Second, rest assured that I understand your argument, but your examples don't support the point you're trying to make. A screw driver, an item of personal property owned by someone, which thereby provides her with certain exclusive rights, is very different from factual information in the public example. Thus, it is not an apt illustration and doesn't prove anything.

Your Jack Nicholson sun glasses example is an example of the unauthorized use of a celebrity's name in advertising, which I agree is similar to the Abdul Jabbar case. As stated in one of my earlier posts, this is an example of when the use of public domain information about an athlete does violate the right of publicity. But the facts in C.B.C. are different from those in Abdul Jabbar; the fantasy game operator is not using MLB players' names to advertise or promote its game!

Finally, I'm puzzled by what your shirt example proves and how its relevant and material to the issue Rick and I are debating. Again, a shirt is an item of personal property and someone owns it (presumably the Ralph Lauren company at the time of manufacturer). But so what? Anyone, including the store selling it, can describe it as a Ralph Lauren shirt even if it is a gray good (i.e., manufactured by Ralph Lauren but acquired through unauthorized distribution channels). Another manufacturer can even describe its own shirts as being similar in style or quality to a "Ralph Lauren shirt" without violating his right of publicity.

Anyway, I've enjoyed our debate, which will no doubt resume if the Supreme Court grants cert.

Matt

Anonymous Anonymous -- 3/04/2008 4:26 PM  


I too have enjoyed this debate, and I think it has run its course.

I only want to clarify what I meant by the shirt thing:

The analogy is meant to have no legal significance whatsoever, and you’re reading more into this than what I meant by it. All I meant was this:

For one to say that a polo shirt is just a pile of thread is disingenuous and too simplistic for what the shirt really is.
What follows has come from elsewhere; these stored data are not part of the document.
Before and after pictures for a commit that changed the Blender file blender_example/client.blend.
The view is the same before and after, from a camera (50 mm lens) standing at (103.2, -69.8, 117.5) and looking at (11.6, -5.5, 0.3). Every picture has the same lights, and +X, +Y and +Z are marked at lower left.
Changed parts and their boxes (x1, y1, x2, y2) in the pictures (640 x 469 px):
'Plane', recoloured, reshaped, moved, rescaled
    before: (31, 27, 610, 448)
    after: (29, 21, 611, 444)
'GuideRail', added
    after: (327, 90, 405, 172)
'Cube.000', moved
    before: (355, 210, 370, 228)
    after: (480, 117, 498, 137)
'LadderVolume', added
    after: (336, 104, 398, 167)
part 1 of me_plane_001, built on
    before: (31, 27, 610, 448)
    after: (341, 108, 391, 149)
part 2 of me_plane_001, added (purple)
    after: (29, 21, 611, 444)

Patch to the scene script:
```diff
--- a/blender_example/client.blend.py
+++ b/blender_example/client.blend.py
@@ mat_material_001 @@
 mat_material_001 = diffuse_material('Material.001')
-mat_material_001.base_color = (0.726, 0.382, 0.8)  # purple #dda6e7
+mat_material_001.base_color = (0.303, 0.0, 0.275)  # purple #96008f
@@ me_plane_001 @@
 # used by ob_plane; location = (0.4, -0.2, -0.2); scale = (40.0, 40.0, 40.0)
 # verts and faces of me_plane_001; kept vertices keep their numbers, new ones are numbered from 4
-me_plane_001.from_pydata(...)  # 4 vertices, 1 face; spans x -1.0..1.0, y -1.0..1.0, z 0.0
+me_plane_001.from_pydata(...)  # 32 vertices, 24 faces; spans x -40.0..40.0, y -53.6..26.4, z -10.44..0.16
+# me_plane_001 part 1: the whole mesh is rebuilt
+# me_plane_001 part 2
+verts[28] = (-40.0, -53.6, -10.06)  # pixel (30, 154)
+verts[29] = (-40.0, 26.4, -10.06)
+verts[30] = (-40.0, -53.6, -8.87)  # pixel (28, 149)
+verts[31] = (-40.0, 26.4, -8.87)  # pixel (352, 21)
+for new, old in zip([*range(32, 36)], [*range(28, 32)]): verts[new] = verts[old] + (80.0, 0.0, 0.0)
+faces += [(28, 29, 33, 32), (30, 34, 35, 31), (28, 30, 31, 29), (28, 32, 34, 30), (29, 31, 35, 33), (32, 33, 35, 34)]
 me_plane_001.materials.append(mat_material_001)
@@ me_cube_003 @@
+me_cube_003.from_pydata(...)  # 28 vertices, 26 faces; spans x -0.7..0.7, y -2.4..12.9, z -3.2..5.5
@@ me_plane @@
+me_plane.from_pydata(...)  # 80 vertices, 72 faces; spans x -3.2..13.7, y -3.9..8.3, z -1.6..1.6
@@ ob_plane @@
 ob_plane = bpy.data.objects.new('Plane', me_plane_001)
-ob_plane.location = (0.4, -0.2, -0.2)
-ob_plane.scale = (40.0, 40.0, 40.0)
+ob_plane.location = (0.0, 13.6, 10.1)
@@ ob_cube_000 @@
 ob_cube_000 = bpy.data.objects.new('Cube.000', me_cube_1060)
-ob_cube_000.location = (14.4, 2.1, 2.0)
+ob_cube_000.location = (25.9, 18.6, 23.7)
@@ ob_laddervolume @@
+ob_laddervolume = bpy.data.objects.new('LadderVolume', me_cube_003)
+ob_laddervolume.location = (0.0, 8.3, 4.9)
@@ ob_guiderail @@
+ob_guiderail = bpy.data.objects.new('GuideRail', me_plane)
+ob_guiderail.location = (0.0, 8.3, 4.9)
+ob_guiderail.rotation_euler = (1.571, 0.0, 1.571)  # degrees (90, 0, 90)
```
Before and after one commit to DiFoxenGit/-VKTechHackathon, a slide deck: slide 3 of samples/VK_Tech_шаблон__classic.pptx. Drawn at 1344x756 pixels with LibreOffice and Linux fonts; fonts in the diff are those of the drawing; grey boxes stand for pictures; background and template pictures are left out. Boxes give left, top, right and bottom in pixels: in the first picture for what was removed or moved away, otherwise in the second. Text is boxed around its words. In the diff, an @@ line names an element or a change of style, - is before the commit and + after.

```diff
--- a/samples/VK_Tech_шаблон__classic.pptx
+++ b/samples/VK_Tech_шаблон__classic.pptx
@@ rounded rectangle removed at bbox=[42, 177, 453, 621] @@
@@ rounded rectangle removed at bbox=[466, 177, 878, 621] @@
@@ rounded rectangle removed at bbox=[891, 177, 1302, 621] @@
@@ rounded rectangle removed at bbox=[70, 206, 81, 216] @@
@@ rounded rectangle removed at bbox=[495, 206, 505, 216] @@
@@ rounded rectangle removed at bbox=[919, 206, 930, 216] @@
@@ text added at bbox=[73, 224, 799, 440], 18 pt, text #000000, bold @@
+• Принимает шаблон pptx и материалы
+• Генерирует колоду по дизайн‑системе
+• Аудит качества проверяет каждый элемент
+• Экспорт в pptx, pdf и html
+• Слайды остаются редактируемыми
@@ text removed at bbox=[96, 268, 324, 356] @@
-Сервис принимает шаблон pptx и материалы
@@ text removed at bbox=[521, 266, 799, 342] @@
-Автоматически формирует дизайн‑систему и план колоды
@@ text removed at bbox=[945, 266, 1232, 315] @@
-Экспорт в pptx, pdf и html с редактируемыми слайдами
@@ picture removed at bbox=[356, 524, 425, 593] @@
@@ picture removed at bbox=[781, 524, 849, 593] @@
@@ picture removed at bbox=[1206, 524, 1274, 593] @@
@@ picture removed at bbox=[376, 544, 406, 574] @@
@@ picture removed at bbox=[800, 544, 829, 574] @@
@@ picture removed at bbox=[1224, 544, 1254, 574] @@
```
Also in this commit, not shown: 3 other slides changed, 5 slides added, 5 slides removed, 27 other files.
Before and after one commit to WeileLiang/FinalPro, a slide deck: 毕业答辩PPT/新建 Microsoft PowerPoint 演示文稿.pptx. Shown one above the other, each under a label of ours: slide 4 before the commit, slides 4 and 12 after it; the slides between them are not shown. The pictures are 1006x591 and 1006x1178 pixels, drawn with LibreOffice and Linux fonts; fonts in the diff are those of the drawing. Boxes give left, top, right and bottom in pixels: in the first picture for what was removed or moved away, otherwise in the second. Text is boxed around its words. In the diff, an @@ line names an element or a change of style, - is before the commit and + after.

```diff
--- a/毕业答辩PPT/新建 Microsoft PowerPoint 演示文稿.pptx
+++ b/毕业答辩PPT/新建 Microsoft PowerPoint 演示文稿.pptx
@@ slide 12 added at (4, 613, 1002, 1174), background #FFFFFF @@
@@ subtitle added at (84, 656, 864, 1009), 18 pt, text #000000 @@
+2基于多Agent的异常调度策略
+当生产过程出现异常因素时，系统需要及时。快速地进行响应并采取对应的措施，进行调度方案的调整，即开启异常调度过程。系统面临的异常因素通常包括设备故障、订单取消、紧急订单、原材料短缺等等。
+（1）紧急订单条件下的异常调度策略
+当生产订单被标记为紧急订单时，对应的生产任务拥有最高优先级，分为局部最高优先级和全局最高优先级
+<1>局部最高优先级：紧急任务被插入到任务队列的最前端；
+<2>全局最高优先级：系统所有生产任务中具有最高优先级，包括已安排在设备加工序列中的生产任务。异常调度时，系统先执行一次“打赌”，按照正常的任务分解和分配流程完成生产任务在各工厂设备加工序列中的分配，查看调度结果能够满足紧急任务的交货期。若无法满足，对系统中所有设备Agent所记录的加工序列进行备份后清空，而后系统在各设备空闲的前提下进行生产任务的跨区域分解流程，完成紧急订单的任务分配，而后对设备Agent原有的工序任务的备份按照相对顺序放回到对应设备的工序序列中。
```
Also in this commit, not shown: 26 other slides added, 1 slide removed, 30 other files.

I find the way you characterize the use of athletes’ names in f leagues equally as disingenuous and as overly simplistic as the above statement.

The comparison was intended to carry no legal significance.

I’ve no doubt you disagree, and I really don’t have an interest in further discussion. I think we’re at the agree to disagree point. It just seemed like you were reading more into the shirt thing than I really meant by it, and I just wanted to clarify the confusion.